If you had to explain the CAP theorem to a VP of Engineering who is not deeply technical, how would you frame it -- and what would you warn them about?
If you had to explain the CAP theorem to a VP of Engineering who is not deeply technical, how would you frame it -- and what would you warn them about?
- I would say: “CAP means that when our network has a serious problem — a partition — we have to pick between two options. Option one: we stop serving some requests to make sure every answer is correct (consistency). Option two: we keep serving every request, but some answers might be outdated (availability). We cannot have both during the outage.”
- The warning I would give is that CAP is about the extreme case — a network partition. Most of the time, partitions are rare and brief. The real day-to-day trade-off is between latency and consistency (PACELC). A VP should care more about “how fast are we during normal operation?” than “what happens during an outage that occurs once a year?”
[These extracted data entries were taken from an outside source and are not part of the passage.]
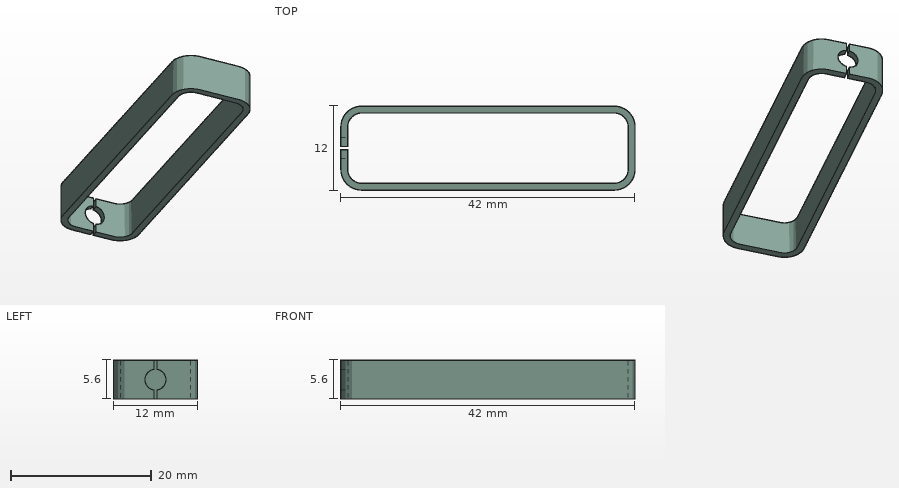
import cadquery as cq

length = 42.0
width = 12.0
height = 5.6
wall = 1.0
outer_radius = 3.0
gap_width = 0.4
hole_diameter = 3.0


def rounded_block(size_x, size_y, corner_radius):
    """Centred block with its base on Z = 0 and rounded vertical edges."""
    block = cq.Workplane("XY").box(size_x, size_y, height, centered=(True, True, False))
    return block.edges("|Z").fillet(corner_radius)


def closed_band():
    """Rounded rectangular band of constant wall thickness."""
    outside = rounded_block(length, width, outer_radius)
    inside = rounded_block(length - 2 * wall, width - 2 * wall, outer_radius - wall)
    return outside.cut(inside)


def end_wall_gap():
    """Narrow split through the full height of the -X end wall."""
    gap = cq.Workplane("XY").box(2 * wall, gap_width, height, centered=(True, True, False))
    return gap.translate((-length / 2, 0, 0))


def end_wall_hole():
    """Round hole along X, at mid-height of the -X end wall only."""
    start = cq.Workplane("YZ", origin=(-length / 2, 0, height / 2))
    return start.circle(hole_diameter / 2).extrude(2 * wall)


result = closed_band().cut(end_wall_gap()).cut(end_wall_hole())
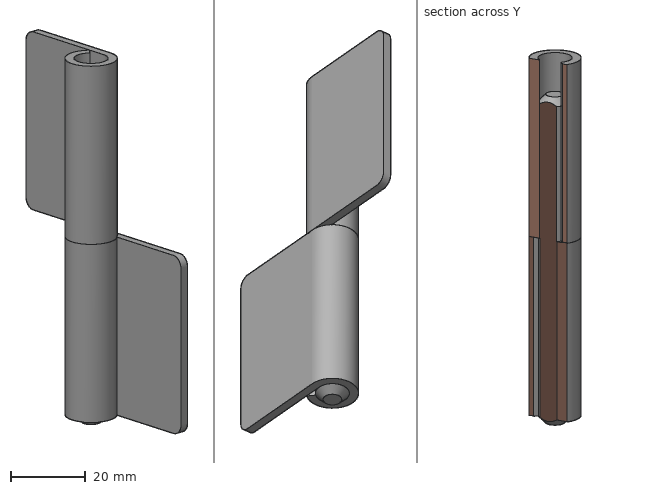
import cadquery as cq
import math


TOTAL_HEIGHT = 102.0
TOTAL_WIDTH = 60.0
PIN_TIP = 2.0
BARREL_DIAMETER = 14.0
SHEET = 2.4
CORNER_RADIUS = 3.0
ROLL_GAP = 0.05
PIN_RECESS = 10.2

LEAF_HEIGHT = (TOTAL_HEIGHT - PIN_TIP) / 2
LEAF_REACH = TOTAL_WIDTH / 2
OUTER_RADIUS = BARREL_DIAMETER / 2
BORE_RADIUS = OUTER_RADIUS - SHEET
PIN_BOTTOM = -LEAF_HEIGHT - PIN_TIP
PIN_LENGTH = LEAF_HEIGHT - PIN_RECESS - PIN_BOTTOM

ROLL_END_ANGLE = math.pi - math.asin((BORE_RADIUS - ROLL_GAP) / OUTER_RADIUS)


def make_leaf(base_z):
    """Plate toward -X whose far end rolls clockwise around the Z axis."""
    end_x = math.cos(ROLL_END_ANGLE)
    end_y = math.sin(ROLL_END_ANGLE)
    middle_angle = (math.pi / 2 + ROLL_END_ANGLE) / 2 - math.pi
    middle_x = math.cos(middle_angle)
    middle_y = math.sin(middle_angle)
    return (
        cq.Workplane("XY", origin=(0, 0, base_z))
        .moveTo(-LEAF_REACH, OUTER_RADIUS)
        .lineTo(0, OUTER_RADIUS)
        .threePointArc(
            (OUTER_RADIUS * middle_x, OUTER_RADIUS * middle_y),
            (OUTER_RADIUS * end_x, OUTER_RADIUS * end_y),
        )
        .lineTo(BORE_RADIUS * end_x, BORE_RADIUS * end_y)
        .threePointArc((BORE_RADIUS * middle_x, BORE_RADIUS * middle_y), (0, BORE_RADIUS))
        .lineTo(-LEAF_REACH, BORE_RADIUS)
        .close()
        .extrude(LEAF_HEIGHT)
        .faces("<X")
        .edges("|Y")
        .fillet(CORNER_RADIUS)
    )


def make_pin():
    """Round pin filling the bore, with a 45 degree cone at both ends."""
    return (
        cq.Workplane("XY", origin=(0, 0, PIN_BOTTOM))
        .circle(BORE_RADIUS)
        .extrude(PIN_LENGTH)
        .faces("<Z or >Z")
        .chamfer(PIN_TIP)
    )


upper_leaf = make_leaf(0)
lower_leaf = make_leaf(-LEAF_HEIGHT).mirror("YZ")
pin = make_pin()

result = cq.Compound.makeCompound([upper_leaf.val(), lower_leaf.val(), pin.val()])
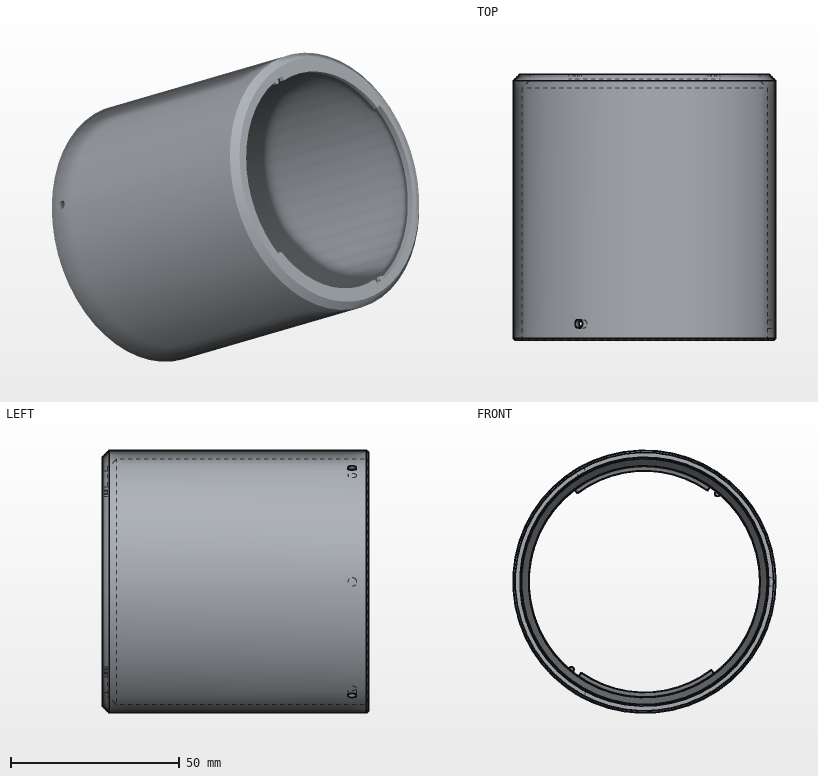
import cadquery as cq
import math

length = 79.05
outer_radius = 78.0 / 2
mouth_radius = 73.0 / 2
throat_radius = 68.5 / 2
front_chamfer = 0.6
mouth_chamfer = 0.5
back_chamfer = 2.05
throat_length = 2.05
throat_ledge = 0.15

lug_inner_radius = 32.9
lug_span = 72.0
lug_tilt = 1.2
lug_thickness = 1.4

pin_diameter = 1.6
pin_circle_radius = 33.9
pin_angle = 50.3

hole_diameter = 2.5
hole_setback = 4.9
hole_count = 3

front_y = -length / 2
back_y = length / 2


def polar(radius, degrees):
    angle = math.radians(degrees)
    return radius * math.cos(angle), radius * math.sin(angle)


def sleeve():
    """Revolved wall with a straight bore, narrowed at the back by a 45 degree cone."""
    throat_y = back_y - throat_length
    cone_radius = throat_radius + throat_ledge
    cone_length = mouth_radius - cone_radius
    profile = [
        (mouth_radius + mouth_chamfer, front_y),
        (outer_radius - front_chamfer, front_y),
        (outer_radius, front_y + front_chamfer),
        (outer_radius, back_y - back_chamfer),
        (outer_radius - back_chamfer, back_y),
        (throat_radius, back_y),
        (throat_radius, throat_y),
        (cone_radius, throat_y),
        (mouth_radius, throat_y - cone_length),
        (mouth_radius, front_y + mouth_chamfer),
    ]
    return cq.Workplane("XY").polyline(profile).close().revolve(360, (0, 0), (0, 1))


def back_plane():
    """Plane on the back end; extrusions run towards the front."""
    return cq.Workplane("XZ", origin=(0, back_y, 0))


def lug(middle_angle):
    """Arc-shaped lug, rooted in the middle of the wall."""
    root_radius = (throat_radius + outer_radius - back_chamfer) / 2
    start = middle_angle - lug_span / 2
    end = middle_angle + lug_span / 2
    return (
        back_plane()
        .moveTo(*polar(lug_inner_radius, start))
        .threePointArc(polar(lug_inner_radius, middle_angle), polar(lug_inner_radius, end))
        .lineTo(*polar(root_radius, end))
        .threePointArc(polar(root_radius, middle_angle), polar(root_radius, start))
        .close()
        .extrude(lug_thickness)
    )


def stop_pin(angle):
    return (
        back_plane()
        .center(*polar(pin_circle_radius, angle))
        .circle(pin_diameter / 2)
        .extrude(lug_thickness)
    )


def radial_hole(angle):
    """Cutter through one side of the wall, turned about the sleeve axis."""
    cutter = (
        cq.Workplane("YZ")
        .center(front_y + hole_setback, 0)
        .circle(hole_diameter / 2)
        .extrude(2 * outer_radius)
    )
    return cutter.rotate((0, 0, 0), (0, 1, 0), angle)


result = sleeve()
for side in (0, 180):
    result = result.union(lug(90 + lug_tilt + side))
    result = result.union(stop_pin(pin_angle + side))
for index in range(hole_count):
    result = result.cut(radial_hole(index * 360 / hole_count))

- I would also warn against the common misconception that “AP means our data is unreliable.” AP systems like DynamoDB or Cassandra are used by Amazon and Netflix for mission-critical workloads. They are not unreliable — they just define consistency differently and resolve conflicts after the fact.
You mentioned Raft and Paxos in the curriculum. When would you choose one over the other for a production system?
You mentioned Raft and Paxos in the curriculum. When would you choose one over the other for a production system?
- In almost every greenfield project today, I would default to Raft. The reason is understandability. Raft was explicitly designed to be easier to implement correctly, and correctness in consensus is everything. Bugs in consensus lead to data loss, split-brain, or silent corruption — the worst kind of production incidents.
- I would choose Paxos (specifically Multi-Paxos or a variant like EPaxos) in specific scenarios: when I need flexible quorum configurations, when I need leaderless consensus for lower latency in geo-distributed deployments, or when I am extending an existing system that already uses Paxos (like Google’s internal infrastructure).
- The practical trade-off: Raft has a single leader, which simplifies reasoning but creates a throughput bottleneck and a latency penalty for writes that must cross regions. EPaxos removes the leader but is significantly harder to implement and reason about.
- In production, I look at the ecosystem too. etcd (Raft) and Consul (Raft) have mature, battle-tested implementations. If I am building a coordination service, I would use one of these rather than implementing consensus from scratch.
Walk me through a real-world scenario where choosing the wrong consistency model caused a production incident.
Walk me through a real-world scenario where choosing the wrong consistency model caused a production incident.
- A well-known example is the early days of Amazon’s shopping cart. They chose strong consistency initially, which meant that during network hiccups between data centers, cart operations would fail or time out. Users would click “Add to Cart” and see an error. Amazon calculated that every failed cart addition had a direct revenue cost, so they moved to an eventually consistent model (Dynamo) where the cart would always accept writes, even if it meant occasionally showing duplicate items or slightly stale state. The trade-off was worth it: a cart with an extra item is a minor UI annoyance, but a cart that refuses to work loses a sale.
- Another example is the MongoDB Jepsen findings. Early versions of MongoDB claimed “strong consistency” but under network partitions, stale reads were possible because reads could be served by secondaries that had not replicated the latest write. This was not a bug in the consistency model itself but a mismatch between what was advertised and what was actually implemented — a common and dangerous failure mode.
- The lesson for interviews: always verify that your system’s actual behavior matches its claimed consistency model. Use tools like Jepsen, write linearizability checkers, and test under real failure conditions (network partitions, clock skew, process crashes).